TASK INSTRUCTIONS: Instruction for the data below: set down exactly the lines from the line with "y).circle(BOSS_D / 2).extrude(BOSS_TOP))" to the line with "y_range = (center[1]", inclusive, and no others.

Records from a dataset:

_ _ _

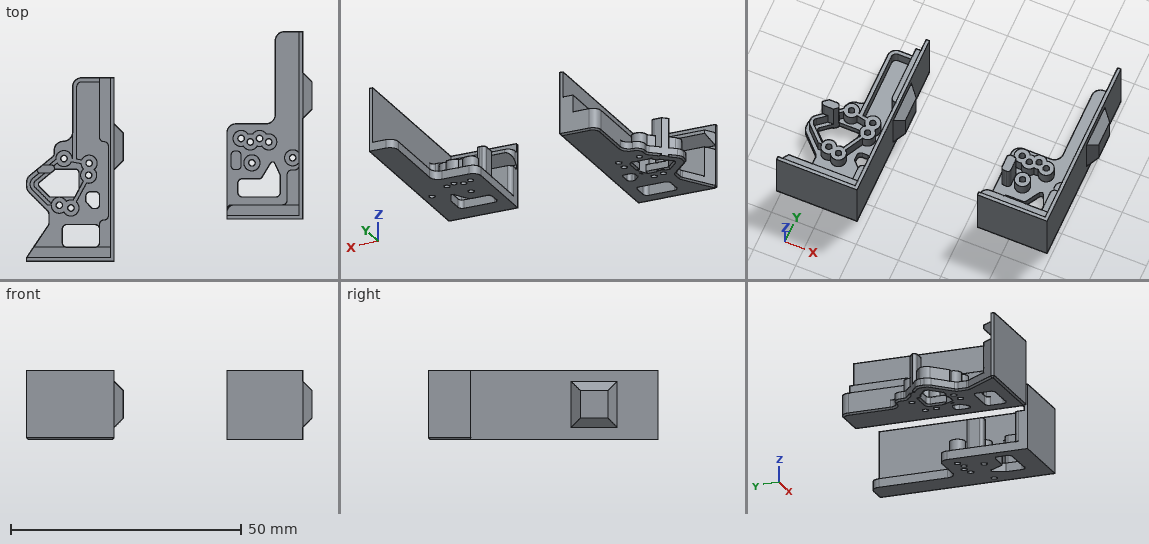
import cadquery as cq
import math

WALL_HEIGHT = 15.0
FLOOR = 2.0
BOSS_TOP = 5.0
LEDGE_TOP = 9.0
WALL = 0.8
FRONT_LEDGE = 3.1

TINY = 1e-6

CORNER_R = 2.0
SMALL_R = 1.0
BOSS_D = 3.5
PILOT_D = 1.35

LIP_TOP = 13.0
LIP_EDGE = 0.8

KNOB_BASE = 10.0
KNOB_TIP = 6.0
KNOB_HEIGHT = 2.0
KNOB_Z = 7.65

LEFT_WIDTH = 19.05
LEFT_LENGTH = 39.9
LEFT_CHAMFER = 0.4
LEFT_STRIP_X = 10.0
LEFT_KNOB_Y = 24.9
SHOULDER_X = 6.0
SHOULDER_Y = 26.1
NOSE_TOP_Y = 18.1
NOSE_BOTTOM_Y = 15.55
NOSE_SLOPE = 0.817
WAIST_X = 4.85
WAIST_Y = 8.05

LEFT_LEDGE_X = 15.85
LEFT_LEDGE_RECESS_X = 17.8
LEFT_LEDGE_RECESS_Y = (9.0, 26.0)
RIB = 0.8
RIM = 0.9
NOSE_RIB_INSET = 0.9
NOSE_RIB_R = 1.75
NOSE_OPENING_INSET = 2.5
NOSE_OPENING_R = 0.6
NOSE_OPENING_CORNER_R = 0.7
NOSE_OPENING_X = 11.35
NOSE_OPENING_Y = (14.0, 20.0)
WINDOW_X = 7.8
WINDOW_Y = 8.0
LEFT_POST_SIZE = (3.8, 1.8)
LEFT_POST_CENTER = (4.2, 20.05)
POST_R = 0.75
LEFT_BOSSES = {
    "shoulder": (8.14, 22.33),
    "upper": (13.6, 21.33),
    "middle": (13.5, 18.72),
    "lower": (9.65, 11.6),
    "nose": (7.13, 12.2),
}
SMALL_WINDOW = [
    (12.9, 15.1, 1.0), (LEFT_LEDGE_X, 15.1, 0.8), (LEFT_LEDGE_X, 11.5, 0.8),
    (14.3, 11.5, 0.3), (12.9, 12.95, 0.3),
]

RIGHT_ORIGIN = (43.5, 9.2)
RIGHT_WIDTH = 16.5
RIGHT_LENGTH = 40.7
RIGHT_STRIP_X = 10.5
RIGHT_SHOULDER_Y = 20.7
RIGHT_KNOB_Y = 26.8
RIGHT_LEDGE_X = 13.1
RIGHT_LEDGE_END_Y = 10.65
RIGHT_LIP_R = 1.7
RIGHT_BOSSES = [(3.1, 17.5), (5.1, 16.75), (7.1, 17.5), (9.1, 16.75), (5.45, 12.2), (14.3, 13.3)]
RIGHT_POST_SIZE = (2.1, 4.0)
RIGHT_POST_CENTER = (2.0, 12.75)
RIGHT_WINDOW = [
    (2.4, 4.8, 1.0), (11.6, 4.8, 1.0), (11.6, 9.5, 0.5),
    (10.0, 12.95, 0.5), (7.45, 8.75, 0.5), (2.4, 8.75, 1.0),
]


def rounded_polygon(corners):
    """Closed outline through (x, y, radius) corners; radius 0 leaves a corner sharp."""
    ends = []
    count = len(corners)
    for i, (x, y, radius) in enumerate(corners):
        corner = cq.Vector(x, y)
        before = (cq.Vector(*corners[i - 1][:2]) - corner).normalized()
        after = (cq.Vector(*corners[(i + 1) % count][:2]) - corner).normalized()
        if radius == 0:
            ends.append((corner, None, corner))
            continue
        half_angle = before.getAngle(after) / 2
        setback = radius / math.tan(half_angle)
        bulge = radius / math.sin(half_angle) - radius
        middle = corner + (before + after).normalized() * bulge
        ends.append((corner + before * setback, middle, corner + after * setback))
    last = ends[0][2]
    outline = cq.Workplane("XY").moveTo(last.x, last.y)
    for start, middle, end in ends[1:] + ends[:1]:
        if (start - last).Length > TINY:
            outline = outline.lineTo(start.x, start.y)
        last = end
        if middle is not None:
            outline = outline.threePointArc((middle.x, middle.y), (end.x, end.y))
    return outline.close()


def prism(corners, bottom, top):
    return rounded_polygon(corners).extrude(top - bottom).translate((0, 0, bottom))


def block(x_range, y_range, bottom, top, radius=0):
    (x0, x1), (y0, y1) = x_range, y_range
    return prism([(x0, y0, radius), (x1, y0, radius), (x1, y1, radius), (x0, y1, radius)], bottom, top)


def add_bosses(shell, centers):
    """Add round bosses and drill a through pilot hole in each."""
    for x, y in centers:
        shell = shell.union(cq.Workplane("XY").center(x, y).circle(BOSS_D / 2).extrude(BOSS_TOP))
    for x, y in centers:
        shell = shell.cut(cq.Workplane("XY").center(x, y).circle(PILOT_D / 2).extrude(BOSS_TOP))
    return shell


def post(center, size):
    x_range = (center[0] - size[0] / 2, center[0] + size[0] / 2)
    y_range = (center[1] - size[1] / 2, center[1] + size[1] / 2)
    return block(x_range, y_range, 0, LEDGE_TOP, POST_R)


def straight_rib(start, end):
    length = math.dist(start, end)
    angle = math.degrees(math.atan2(end[1] - start[1], end[0] - start[0]))
    rib = cq.Workplane("XY").rect(length, RIB).extrude(BOSS_TOP)
    rib = rib.rotate((0, 0, 0), (0, 0, 1), angle)
    return rib.translate(((start[0] + end[0]) / 2, (start[1] + end[1]) / 2, 0))


def walls(width, length, bottom):
    front = block((0, width), (0, WALL), bottom, WALL_HEIGHT)
    side = block((width - WALL, width), (0, length), bottom, WALL_HEIGHT)
    return front.union(side)


def lip(width):
    underside_rise = FRONT_LEDGE - WALL
    edge_bottom = LIP_TOP - LIP_EDGE
    profile = [
        (WALL, LIP_TOP),
        (FRONT_LEDGE, LIP_TOP),
        (FRONT_LEDGE, edge_bottom),
        (WALL, edge_bottom - underside_rise),
    ]
    return cq.Workplane("YZ").polyline(profile).close().extrude(width)


def knob(width, center_y):
    base = cq.Workplane("YZ", origin=(width, center_y, KNOB_Z)).rect(KNOB_BASE, KNOB_BASE)
    return base.workplane(offset=KNOB_HEIGHT).rect(KNOB_TIP, KNOB_TIP).loft(combine=True)


def left_outline():
    flank_y = NOSE_TOP_Y + NOSE_SLOPE * SHOULDER_X
    waist_top_y = NOSE_BOTTOM_Y - WAIST_X
    return [
        (0, 0, 0),
        (LEFT_WIDTH, 0, 0),
        (LEFT_WIDTH, LEFT_LENGTH, 0),
        (LEFT_STRIP_X, LEFT_LENGTH, CORNER_R),
        (LEFT_STRIP_X, SHOULDER_Y, CORNER_R),
        (SHOULDER_X, SHOULDER_Y, CORNER_R),
        (SHOULDER_X, flank_y, SMALL_R),
        (0, NOSE_TOP_Y, CORNER_R),
        (0, NOSE_BOTTOM_Y, CORNER_R),
        (WAIST_X, waist_top_y, SMALL_R),
        (WAIST_X, WAIST_Y, SMALL_R),
        (0, WALL, 0),
    ]


def nose_inset(inset, radius):
    """Wedge between the nose's two flanks, moved inwards by the inset and rounded at its apex."""
    upper = math.atan(NOSE_SLOPE)
    lower = -math.pi / 4
    bisector = (upper + lower) / 2
    apex_x = (NOSE_BOTTOM_Y - NOSE_TOP_Y) / (1 + NOSE_SLOPE)
    apex_y = NOSE_BOTTOM_Y - apex_x
    shift = inset / math.sin((upper - lower) / 2)
    x = apex_x + shift * math.cos(bisector)
    y = apex_y + shift * math.sin(bisector)
    far_ends = [(x + LEFT_LENGTH * math.cos(a), y + LEFT_LENGTH * math.sin(a), 0) for a in (lower, upper)]
    return prism([(x, y, radius), *far_ends], 0, LEDGE_TOP)


def left_ledge():
    recess_start, recess_end = LEFT_LEDGE_RECESS_Y
    recess_r = (LEFT_LEDGE_RECESS_X - LEFT_LEDGE_X) / 2
    return prism([
        (0, WALL, 0),
        (LEFT_WIDTH, WALL, 0),
        (LEFT_WIDTH, LEFT_LENGTH, 0),
        (LEFT_LEDGE_X, LEFT_LENGTH, 0),
        (LEFT_LEDGE_X, recess_end, recess_r),
        (LEFT_LEDGE_RECESS_X, recess_end, recess_r),
        (LEFT_LEDGE_RECESS_X, recess_start, recess_r),
        (LEFT_LEDGE_X, recess_start, recess_r),
        (LEFT_LEDGE_X, FRONT_LEDGE, SMALL_R),
        (0, FRONT_LEDGE, 0),
    ], LEFT_CHAMFER, LEDGE_TOP)


def left_rim():
    """Low wall round the outside of the long strip, from the shoulder rib to the side ledge."""
    start_y = LEFT_BOSSES["shoulder"][1] - RIB / 2
    outside = [(LEFT_STRIP_X, start_y, 0), (LEFT_WIDTH, start_y, 0),
               (LEFT_WIDTH, LEFT_LENGTH, 0), (LEFT_STRIP_X, LEFT_LENGTH, CORNER_R)]
    inner_x = LEFT_STRIP_X + RIM
    inner_y = LEFT_LENGTH - RIM
    inside = [(inner_x, start_y, 0), (LEFT_WIDTH, start_y, 0),
              (LEFT_WIDTH, inner_y, 0), (inner_x, inner_y, CORNER_R - RIM)]
    return prism(outside, LEFT_CHAMFER, BOSS_TOP).cut(prism(inside, LEFT_CHAMFER, BOSS_TOP))


def nose_rib():
    """Rib that follows the nose from the shoulder boss round to the nose boss."""
    rib = nose_inset(NOSE_RIB_INSET, NOSE_RIB_R)
    rib = rib.cut(nose_inset(NOSE_RIB_INSET + RIB, NOSE_RIB_R - RIB))
    x_end = LEFT_BOSSES["shoulder"][0] - RIB
    y_end = LEFT_BOSSES["nose"][1]
    return rib.intersect(block((0, x_end), (y_end, LEFT_LENGTH), 0, BOSS_TOP))


def left_shell():
    footprint = prism(left_outline(), 0, WALL_HEIGHT)
    opening_wedge = nose_inset(NOSE_OPENING_INSET, NOSE_OPENING_R)
    opening_limits = block((0, NOSE_OPENING_X), NOSE_OPENING_Y, 0, FLOOR, NOSE_OPENING_CORNER_R)
    window = block((WINDOW_X, LEFT_LEDGE_X), (FRONT_LEDGE, WINDOW_Y), 0, FLOOR, SMALL_R)
    edge_post = post(LEFT_POST_CENTER, LEFT_POST_SIZE).intersect(footprint)
    edge_post = edge_post.cut(opening_wedge)
    plate = prism(left_outline(), 0, FLOOR).cut(opening_wedge.intersect(opening_limits))
    plate = plate.faces("<Z").edges().chamfer(LEFT_CHAMFER)
    shell = plate.cut(window).cut(prism(SMALL_WINDOW, 0, FLOOR))
    shell = shell.union(walls(LEFT_WIDTH, LEFT_LENGTH, LEFT_CHAMFER))
    shell = shell.union(left_ledge().union(lip(LEFT_WIDTH)).intersect(footprint))
    shell = shell.union(left_rim()).union(nose_rib()).union(edge_post)
    shell = shell.union(straight_rib(LEFT_BOSSES["shoulder"], LEFT_BOSSES["upper"]))
    shell = shell.union(straight_rib(LEFT_BOSSES["middle"], LEFT_BOSSES["lower"]))
    shell = add_bosses(shell, LEFT_BOSSES.values())
    return shell.union(knob(LEFT_WIDTH, LEFT_KNOB_Y))


def right_shell():
    inner_x = RIGHT_WIDTH - WALL
    shell = prism([
        (0, 0, 0),
        (RIGHT_WIDTH, 0, 0),
        (RIGHT_WIDTH, RIGHT_LENGTH, 0),
        (RIGHT_STRIP_X, RIGHT_LENGTH, CORNER_R),
        (RIGHT_STRIP_X, RIGHT_SHOULDER_Y, CORNER_R),
        (0, RIGHT_SHOULDER_Y, CORNER_R),
    ], 0, FLOOR)
    shell = shell.cut(prism(RIGHT_WINDOW, 0, FLOOR))
    ledge = prism([
        (0, 0, 0),
        (RIGHT_WIDTH, 0, 0),
        (RIGHT_WIDTH, RIGHT_LENGTH, 0),
        (inner_x, RIGHT_LENGTH, 0),
        (inner_x, RIGHT_LEDGE_END_Y, SMALL_R),
        (RIGHT_LEDGE_X, RIGHT_LEDGE_END_Y, SMALL_R),
        (RIGHT_LEDGE_X, FRONT_LEDGE, SMALL_R),
        (0, FRONT_LEDGE, SMALL_R),
    ], 0, LEDGE_TOP)
    rounded_lip = lip(RIGHT_WIDTH).intersect(prism([
        (0, 0, 0), (RIGHT_WIDTH, 0, 0), (RIGHT_WIDTH, FRONT_LEDGE, 0), (0, FRONT_LEDGE, RIGHT_LIP_R),
    ], 0, WALL_HEIGHT))
    shell = shell.union(walls(RIGHT_WIDTH, RIGHT_LENGTH, 0)).union(ledge).union(rounded_lip)
    shell = shell.union(post(RIGHT_POST_CENTER, RIGHT_POST_SIZE))
    shell = add_bosses(shell, RIGHT_BOSSES)
    shell = shell.union(knob(RIGHT_WIDTH, RIGHT_KNOB_Y))
    return shell.translate((*RIGHT_ORIGIN, 0))


result = cq.Compound.makeCompound([left_shell().val(), right_shell().val()])

_ _ _

FINISHED EXERCISE:
        shell = shell.union(cq.Workplane("XY").center(x, y).circle(BOSS_D / 2).extrude(BOSS_TOP))
    for x, y in centers:
        shell = shell.cut(cq.Workplane("XY").center(x, y).circle(PILOT_D / 2).extrude(BOSS_TOP))
    return shell


def post(center, size):
    x_range = (center[0] - size[0] / 2, center[0] + size[0] / 2)
    y_range = (center[1] - size[1] / 2, center[1] + size[1] / 2)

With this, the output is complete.